Dodatkowy zasiłek opiekuńczy. Kto może na niego liczyć.
Dodatkowe zasiłki opiekuńcze zostaną wznowione, ale nie dla wszystkich rodziców – zapowiedział wczoraj premier Mateusz Morawicki. Świadczenie będzie głównie dla rodziców dzieci z czerwonych i żółtych powiatów oraz dla tych, dla których z powodu reżimu sanitarnego nie starczyło miejsca w przedszkolach i żłobkach.
Z powodu rygorów sanitarnych tysiące rodziców mogą we wrześniu mieć problem z umieszczeniem dziecka w przedszkolu lub żłobku. Obowiązują bowiem sanitarne limity do 25 dzieci w grupie oraz 2,5 m2 na każde dziecko.

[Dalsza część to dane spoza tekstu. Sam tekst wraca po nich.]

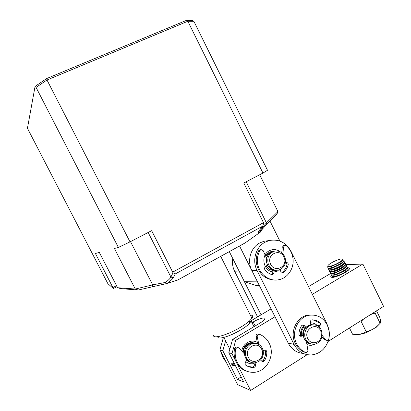 <?xml version="1.0" encoding="UTF-8"?>
<svg xmlns="http://www.w3.org/2000/svg" width="411" height="411" viewBox="0 0 411 411"><rect width="100%" height="100%" fill="white"/><g stroke="black" fill="none" stroke-linecap="round" stroke-linejoin="round"><path stroke-width="0.62" d="M259.711 174.752L277.672 211.018L277.651 211.855L266.569 222.716L262.372 227.576L260.661 230.258L259.382 230.299M270.001 221.118L279.917 241.093M262.963 173.067L187.842 21.249L185.978 20.55L192.456 20.648L193.884 21.326L267.499 170.288L262.963 173.067L243.754 183.013L263.482 222.67L263.657 223.394L262.727 226.148L175.271 273.942L173.026 272.817L151.654 230.674L130.015 241.874L46.998 80.006L187.842 21.249L193.884 21.326M185.978 20.55L46.715 78.537L35.063 86.418L27.445 128.278L107.867 283.647L113.379 288.548L116.986 286.611M229.302 251.63L244.422 281.71L255.827 285.409L259.336 285.501M244.422 281.71L257.517 281.874L239.531 245.999M246.204 181.744L267.001 224.062L276.957 214.29L277.651 211.855M263.482 222.67L172.774 272.092M35.063 86.418L36.055 87.384L118.383 247.422L114.407 248.475L135.296 289.036L117.603 287.726L99.334 252.457L95.419 253.489L113.379 288.548M46.715 78.537L46.998 80.006L36.055 87.384M116.508 285.681L113.035 287.541M267.001 224.062L262.105 229.456L260.261 232.225L245.074 242.947L177.912 279.917L166.897 283.498L138.173 290.043L120.67 288.599L117.603 287.726M260.661 230.258L260.261 232.225L259.66 232.364L260.106 230.34M262.727 226.148L258.992 230.782C257.964 232.092 258.185 232.616 259.66 232.364M130.015 241.874L118.383 247.422M173.026 272.817L170.904 277.05C170.365 278.283 168.556 280.076 165.474 282.434L166.897 283.498C170.447 280.939 172.584 279.018 173.314 277.733L175.271 273.942M138.173 290.043L135.311 289.087M152.681 286.559L152.681 284.874L135.296 289.036M165.474 282.434L152.681 284.874L130.503 241.622M173.314 277.733L170.904 277.05L148.16 232.482M261.067 314.821L239.074 271.065L234.594 271.209L257.579 316.896M232.77 258.524C232.015 262.958 232.626 267.186 234.594 271.209M280.086 270.058L281.371 268.933M280.132 251.738C276.634 249.205 272.991 248.891 269.205 250.802C260.43 255.139 263.117 270.906 272.812 271.882M273.654 251.219L271.455 251.44L269.308 252.287L265.676 256.156C266.739 254.09 268.291 252.637 270.335 251.794L273.654 251.219M322.162 335.422L325.872 339.892L327.274 340.488L328.795 339.044C329.838 334.369 329.422 329.879 327.546 325.579C323.709 318.011 317.842 314.538 309.961 315.155C298.443 316.29 290.788 331.811 296.362 343.18C298.381 347.5 301.422 350.573 305.476 352.391L306.246 352.52C307.397 352.263 307.937 351.482 307.865 350.187L306.472 341.808L304.258 338.721L303.436 335.833L300.857 336.285L299.126 335.232L298.941 334.354C298.997 331.174 299.871 328.291 301.571 325.718L302.794 324.942L304.232 325.502L305.979 327.454L310.808 324.757L310.444 322.039C310.397 320.837 310.906 320.097 311.97 319.835L312.18 319.82C315.016 319.856 317.575 320.796 319.856 322.64C320.703 323.544 320.765 324.515 320.035 325.548L318.607 325.342L317.888 326.134C315.848 323.93 313.408 322.83 310.552 322.835M312.91 324.875L310.757 324.366L312.91 324.875M267.705 240.754L263.883 241.293L259.654 242.978C250.582 247.73 246.8 260.995 251.892 270.659L257.065 270.495C251.871 260.631 255.714 247.098 264.946 242.254L269.246 240.533C278.679 238.827 285.917 242.382 290.957 251.203L327.012 323.904L329.18 331.369M274.039 271.99L279.12 270.695M303.585 326.098C301.206 328.826 300.22 332.073 300.626 335.828M306.93 344.567C309.719 345.682 312.452 345.523 315.129 344.089M328.625 339.517C325.908 348.543 320.272 353.676 311.718 354.919C304.001 355.207 298.114 351.698 294.065 344.392L257.065 270.495M266.107 265.979C267.787 268.599 270.084 270.068 272.996 270.381C270.084 270.068 267.787 268.599 266.107 265.979M304.222 326.812C301.921 329.247 300.986 332.206 301.427 335.689C300.986 332.206 301.921 329.247 304.222 326.812M306.647 342.856L309.319 343.529L306.647 342.856M294.065 344.392L288.198 343.082L251.892 270.659M288.198 343.082C291.61 349.396 296.629 352.849 303.251 353.439M349.458 327.952L352.556 334.225C357.76 334.934 362.302 334.097 366.186 331.713L361.141 321.464L363.704 318.946M370.696 314.523L375.13 313.1L374.873 311.882M376.538 310.829L379.939 317.77C380.745 321.094 380.812 322.938 380.134 323.303L375.13 313.1M366.186 331.713C370.141 330.814 373.733 329.031 376.959 326.37L380.134 323.303M357.118 334.446C359.625 334.595 362.944 333.881 367.074 332.288L376.25 327.274L379.363 324.12M330.655 266.133C335.16 265.038 342.861 260.713 342.676 259.387C342.64 258.802 341.649 258.76 339.692 259.264C335.165 260.672 331.456 262.537 328.559 264.864C327.084 266.369 327.783 266.79 330.655 266.133M327.783 265.938L327.757 266.549L330.624 266.436C334.636 265.254 338.248 263.528 341.459 261.257L342.99 259.5L342.481 259.043M329.006 266.749L331.343 266.513L341.032 261.884L342.358 260.487M328.004 267.099C327.336 268.203 328.307 268.445 330.917 267.823C335.171 266.575 339.003 264.741 342.409 262.331L343.802 260.995L343.925 260.163L342.82 259.937M327.911 267.967L328.014 268.219C328.379 268.563 329.391 268.527 331.055 268.111C335.314 266.857 339.147 265.028 342.553 262.619L343.94 261.283L344.028 260.415M329.704 268.388L332.186 268.224L341.875 263.6L343.236 262.048M328.836 268.789C328.173 269.899 329.149 270.15 331.759 269.539C336.018 268.296 339.851 266.467 343.257 264.047L344.639 262.706L344.757 261.858L343.658 261.632M328.749 269.667L328.862 269.919C329.232 270.263 330.244 270.233 331.898 269.822C336.147 268.589 339.974 266.765 343.38 264.345L344.783 262.994L344.865 262.12M330.557 270.094C331.615 270.962 339.548 267.864 342.702 265.326L344.074 263.77M329.668 270.479C329.011 271.599 329.987 271.856 332.602 271.25C336.866 270.022 340.698 268.193 344.099 265.768L345.481 264.417L345.584 263.559L344.521 263.323M329.586 271.363L329.704 271.625C330.084 271.969 331.096 271.938 332.74 271.537C336.979 270.315 340.796 268.501 344.202 266.081L345.62 264.705L345.702 263.821M331.41 271.805C332.52 272.657 340.375 269.585 343.524 267.052L344.906 265.496M330.501 272.164C328.076 275.267 340.138 271.399 344.942 267.484L346.319 266.128L346.411 265.254L345.379 265.018M330.418 273.058L330.547 273.33L333.588 273.248C337.811 272.046 341.623 270.233 345.019 267.818L346.458 266.415L346.54 265.527M332.263 273.51L334.713 273.356L344.346 268.784L345.738 267.217M331.333 273.854C330.685 274.99 331.667 275.262 334.287 274.676C338.561 273.464 342.394 271.64 345.785 269.2L347.161 267.838L347.244 266.945L346.232 266.708M331.256 274.753L331.389 275.031L334.431 274.959C338.638 273.772 342.445 271.969 345.841 269.549L347.3 268.126L347.377 267.227M333.115 275.216L335.556 275.067L345.168 270.51L346.571 268.938M332.165 275.54C329.756 278.684 341.839 274.861 346.627 270.916L347.999 269.549L348.071 268.64L347.09 268.404M332.088 276.449L332.232 276.731L335.273 276.67C339.471 275.498 343.267 273.705 346.663 271.286L348.138 269.832L348.215 268.928M347.048 271.265L347.403 270.659M348.461 270.145L347.942 270.094M333.968 276.922L334.672 277.035M332.864 276.957L332.9 277.394M302.922 335.736C302.398 332.335 303.369 329.565 305.825 327.428M311.06 343.935C308.271 343.539 306.118 342.029 304.602 339.409C301.222 333.722 305.054 325.209 311.163 324.7L313.983 324.86M305.984 339.686C302.594 333.968 306.436 325.42 312.571 324.911C316.172 324.633 318.967 326.154 320.955 329.468L321.705 331.225L322.096 336.003C321.135 340.745 318.484 343.493 314.148 344.248C310.649 344.439 307.926 342.918 305.984 339.686M307.942 338.962C302.779 330.244 315.946 321.366 320.436 330.429L321.063 331.898L321.392 335.89C320.683 343.087 311.081 345.338 307.942 338.962M266.539 258.041L267.366 256.264M271.558 274.538L272.678 273.007L273.916 272.981L274.25 270.253L276.403 270.304C272.02 270.474 268.902 268.383 267.047 264.037C265.568 257.676 267.653 253.417 273.305 251.255L275.026 251.034M268.27 263.97C266.785 257.584 268.876 253.304 274.548 251.131C279.393 250.407 282.876 252.446 284.993 257.25C286.488 263.739 284.32 268.034 278.488 270.135C273.752 270.741 270.346 268.686 268.27 263.97M270.294 263.374C266.477 253.679 281.155 247.89 284.258 257.759C288.085 267.33 273.49 273.305 270.294 263.374M268.059 266.102L267.422 265.229M303.436 335.833L302.07 335.576L299.737 335.987M313.228 315.042L308.574 314.99C297.102 316.121 289.472 331.569 295.021 342.887C297.035 347.187 300.061 350.249 304.099 352.063L304.628 352.186M320.035 325.548L318.854 326.853M321.977 336.676L324.418 339.62L326.416 340.329M318.607 325.342C319.337 324.31 319.275 323.344 318.427 322.44L312.971 319.85M304.232 325.502L302.866 325.291L304.602 327.233L305.979 327.454M302.866 325.291L302.532 324.998M282.922 253.808L283.518 247.042L284.849 245.398L286.364 245.788C289.806 248.876 291.959 252.78 292.827 257.492C294.754 267.51 288.132 278.093 278.74 279.737C269.38 281.812 259.243 274.276 257.687 263.919C256.926 259.089 257.692 254.599 259.973 250.443L261.088 249.58L263.148 250.638L266.672 258.334L266.59 262.29L267.53 265.167L265.275 266.451L264.355 268.506L264.694 269.333C266.508 271.871 268.82 273.613 271.63 274.563L272.493 274.615L273.916 272.981M274.851 280.03C265.162 279.537 259.048 274.188 256.515 263.985C255.755 259.182 256.515 254.707 258.791 250.571L260.338 249.662M272.678 273.007L273.007 270.289L274.25 270.253M281.864 272.575L282.249 272.339C284.53 270.438 286.082 267.998 286.909 265.018C287.099 263.734 286.611 262.912 285.445 262.562L286.734 262.485L285.491 262.29M281.756 252.734L282.244 247.181L283.965 245.501M286.734 262.485C287.906 262.84 288.394 263.662 288.203 264.956C287.371 267.951 285.815 270.402 283.528 272.308L282.799 272.657L280.888 271.666L279.906 269.698M258.817 344.413L257.235 336.655C257.122 335.361 257.651 334.569 258.827 334.271L259.608 334.369C263.785 336.028 266.96 338.947 269.128 343.123C275.622 354.904 266.76 372.037 253.751 372.34C246.543 372.469 241.082 369.222 237.368 362.6C235.246 358.284 234.676 353.707 235.662 348.862L237.327 347.3L238.76 347.845L244.355 353.856L245.408 357.668L247.134 360.051L245.346 362.132L245.059 364.434L245.624 365.091C248.08 366.818 250.787 367.598 253.741 367.434L252.601 367.033C253.813 366.787 254.383 366.001 254.317 364.675L254.013 362.903M246.359 371.092C241.945 369.535 238.585 366.581 236.284 362.214C234.172 357.924 233.607 353.368 234.594 348.543L236.248 346.987L237.399 347.29M248.223 366.535L252.595 367.033M263.189 350.552L264.936 350.172C266.051 350.193 266.677 350.804 266.826 352.001C266.883 355.171 266.092 358.099 264.453 360.781L263.055 361.659L261.889 361.295L263.261 360.411C264.895 357.74 265.686 354.827 265.629 351.672L264.884 350.177M257.594 343.832L256.079 336.393C255.966 335.109 256.495 334.318 257.661 334.025L258.442 334.117M263.055 361.659L261.745 361.166L260.615 360.031M254.317 364.675L255.467 365.066L255.092 362.851M255.467 365.066C255.539 366.396 254.964 367.187 253.746 367.434L252.601 367.033M243.214 352.633C243.374 348.857 244.961 345.98 247.972 343.997L251.573 342.774L255.544 343.334M262.357 348.215C264.473 353.635 263.261 358.089 258.719 361.577L254.774 362.877C251.09 362.995 248.311 361.361 246.42 357.986C244.288 352.504 245.521 348.03 250.119 344.567L253.746 343.329C257.548 343.113 260.415 344.742 262.357 348.215M256.135 343.421L252.714 343.067L249.097 344.295C242.002 348.138 243.322 360.688 251.003 362.286M261.632 349.18C266.559 358.053 252.673 366.684 248.326 357.349C243.384 348.358 257.394 339.871 261.632 349.18M249.924 361.921L246.831 360.406M213.545 335.248C212.502 339.347 227.828 334.96 240.497 327.29C244.535 324.875 247.679 322.62 249.929 320.523L251.938 318.299C253.33 316.208 252.786 315.129 250.309 315.067M217.722 336.681C217.727 338.145 219.772 338.381 223.851 337.39C229.03 335.982 234.691 333.485 240.836 329.894C244.278 327.829 246.965 325.892 248.891 324.089L251.167 321.145L253.957 326.678M234.373 363.591L231.825 363.093L231.65 364.223L232.801 365.502L235.467 365.749M252.426 342.728L252.159 342.589M247.175 360.832L247.473 360.858M251.167 321.145L249.451 322.162M229.826 349.15L223.851 337.39M241.812 351.128C242.603 343.457 251.291 338.638 257.307 342.409M254.178 342.913L251.008 342.63C246.112 343.57 243.338 346.714 242.675 352.057M252.719 342.733L252.452 342.604M332.823 276.952L332.633 277.425M347.444 267.859L348.153 267.797C349.936 267.792 350.08 268.537 348.585 270.027C345.584 273.032 335.325 277.615 331.965 277.466L330.639 276.814L331.713 275.2M254.126 363.55C251.064 364.197 248.285 363.555 245.783 361.623M275 316.753L235.698 340.339L231.963 353.701L250.628 390.45L307.187 354.688M328.029 341.505L383.555 306.39L362.846 264.026L312.345 294.333M246.713 360.539L249.071 361.654M231.963 353.701L228.829 352.689L243.728 381.999L237.342 379.291L222.819 350.747L219.931 349.812L237.676 384.67L250.628 390.45M228.829 352.689L232.528 339.512L235.698 340.339M251.958 322.707L253.186 321.977C259.156 318.33 266.575 316.593 264.535 319.398C263.8 320.452 262.254 321.695 259.896 323.123L232.528 339.512M362.846 264.026L345.61 264.72M330.685 273.428L308.517 286.611M271.055 308.882L249.605 321.638M247.432 360.976L247.73 361.017M223.414 337.503L219.931 349.812M225.608 340.853L222.819 350.747M241.149 376.923L237.342 379.291M225.952 361.634L225.845 361.526C223.589 359.055 222.11 356.116 221.406 352.705M305.476 352.391L304.099 352.063M299.84 336.054L300.96 336.27M325.872 339.892L324.418 339.62M318.427 322.44L319.856 322.64M258.791 250.571L259.973 250.443M282.244 247.181L283.518 247.042M288.203 264.956L286.909 265.018M283.528 272.308L282.249 272.339M234.594 348.543L235.662 348.862M256.079 336.393L257.235 336.655M266.826 352.001L265.629 351.672M264.453 360.781L263.261 360.411M253.186 321.977L255.185 325.944M260.055 229.461L260.471 230.294M262.105 229.456L262.372 227.576M263.883 241.293L269.246 240.533M376.25 327.274L376.959 326.37M342.676 259.387L342.99 259.5M341.053 261.869L341.484 261.242M342.717 260.086L343.925 260.163M343.802 260.995L343.94 261.283M341.88 263.595L342.558 262.614M343.519 261.781L344.757 261.858M344.639 262.706L344.783 262.994M344.372 263.482L345.584 263.559M345.481 264.417L345.62 264.705M345.23 265.177L346.411 265.254M346.319 266.128L346.458 266.415M344.346 268.784L345.019 267.818M346.088 266.873L347.244 266.945M347.161 267.838L347.3 268.126M345.168 270.51L345.841 269.549M346.941 268.568L348.071 268.64M347.999 269.549L348.138 269.832M346.324 271.763L346.663 271.286M347.798 270.268L348.287 270.294M342.702 265.326L343.38 264.345M343.524 267.052L344.202 266.081M311.163 324.7L312.571 324.911M321.063 331.898L321.705 331.225M321.392 335.89L322.096 336.003M273.305 251.255L274.548 251.131M309.961 315.155L308.574 314.99M300.857 336.285L299.932 336.106M259.901 249.713L261.088 249.58M283.569 245.547L284.849 245.398M282.208 272.673L282.799 272.657M271.871 274.625L272.493 274.615M236.248 346.987L237.327 347.3M257.661 334.025L258.827 334.271M251.573 342.774L251.008 342.63M253.746 343.329L252.714 343.067M220.722 256.351L251.938 318.299M248.891 324.089L249.929 320.523M235.298 365.41L231.65 364.223M332.432 277.446L330.639 276.814"/></g></svg>

Samorządy alarmowały, że nie będą w stanie sprostać tym wymogom lokalowym i apelują do rządu o przywrócenie dodatkowego zasiłku opiekuńczego. W przeciwnym razie rodzice mogą znaleźć się w tarapatach.
Jeszcze tego samego dnia premier Mateusz Morawiecki oświadczył, że dodatkowe świadczenie dla rodziców będzie przywrócone, ale nie dla wszystkich. Podkreślił, że nie będzie ono już powszechne, jak było to do 26 lipca 2020 r., ale adresowane tylko do pewnych grup.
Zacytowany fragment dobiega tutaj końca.